Ken Robinson challenges the premises and practices of today’s public education, a system that was developed in the mid-1800s to meet the needs of industrialization. As a result, education is based on output and yield, with emphasis on tests, scores, and everyone going to college to get a degree. As he says in the video which follows, schools are “places that have come to resemble, in many key aspects, the algorithms and standardization of factory life.”

 

Sir Ken makes the case that we should be focusing on culture rather than output—creating a climate in which learning takes place and children flourish—a mixed culture valuing sciences, arts, technology, individual talent, and the driving force of individual passion.

In May 2020, Sir Ken joined the Call to Unite, a 24-hour global live-stream event where he shared his thoughts on how we can seize the opportunity to transform how we educate our children, and how we approach our relationship with the world we live in. If the video doesn’t appear, watch it here.

The organizations he mentioned are Boundless and Hello Genius. He has authored five books. See them here.

His legacy…

Sir Ken Robinson died Aug 21, 2020, after a lifetime of work to bring forward a vision of doing school differently.  It is encapsulated in his closing statement on the video…
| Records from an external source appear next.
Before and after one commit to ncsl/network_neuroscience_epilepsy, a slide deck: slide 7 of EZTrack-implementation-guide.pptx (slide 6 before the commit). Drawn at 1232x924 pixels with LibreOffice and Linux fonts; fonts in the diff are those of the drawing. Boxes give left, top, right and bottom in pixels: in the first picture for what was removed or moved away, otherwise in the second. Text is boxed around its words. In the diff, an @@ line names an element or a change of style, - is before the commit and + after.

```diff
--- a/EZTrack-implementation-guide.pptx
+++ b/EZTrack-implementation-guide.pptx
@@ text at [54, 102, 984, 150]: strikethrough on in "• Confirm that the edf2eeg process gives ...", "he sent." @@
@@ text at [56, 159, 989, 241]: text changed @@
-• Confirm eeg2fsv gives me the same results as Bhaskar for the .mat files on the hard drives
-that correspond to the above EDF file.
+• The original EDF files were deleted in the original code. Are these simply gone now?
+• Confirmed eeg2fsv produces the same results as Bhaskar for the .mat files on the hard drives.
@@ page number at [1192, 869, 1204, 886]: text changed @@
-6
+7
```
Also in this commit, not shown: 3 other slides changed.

  • There is not any reason for schools to be the way they are.
  • We can reinvent school, we can revitalize learning, and we can reignite the creative compassion of our communities if we think differently instead of trying to go back to normal.
  • There is an opportunity to learn the lessons of this lockdown, to see beyond them, and to create a new sort of world and a new kind of normal.
  • It takes bravery, and imagination, and we have plenty of that in store.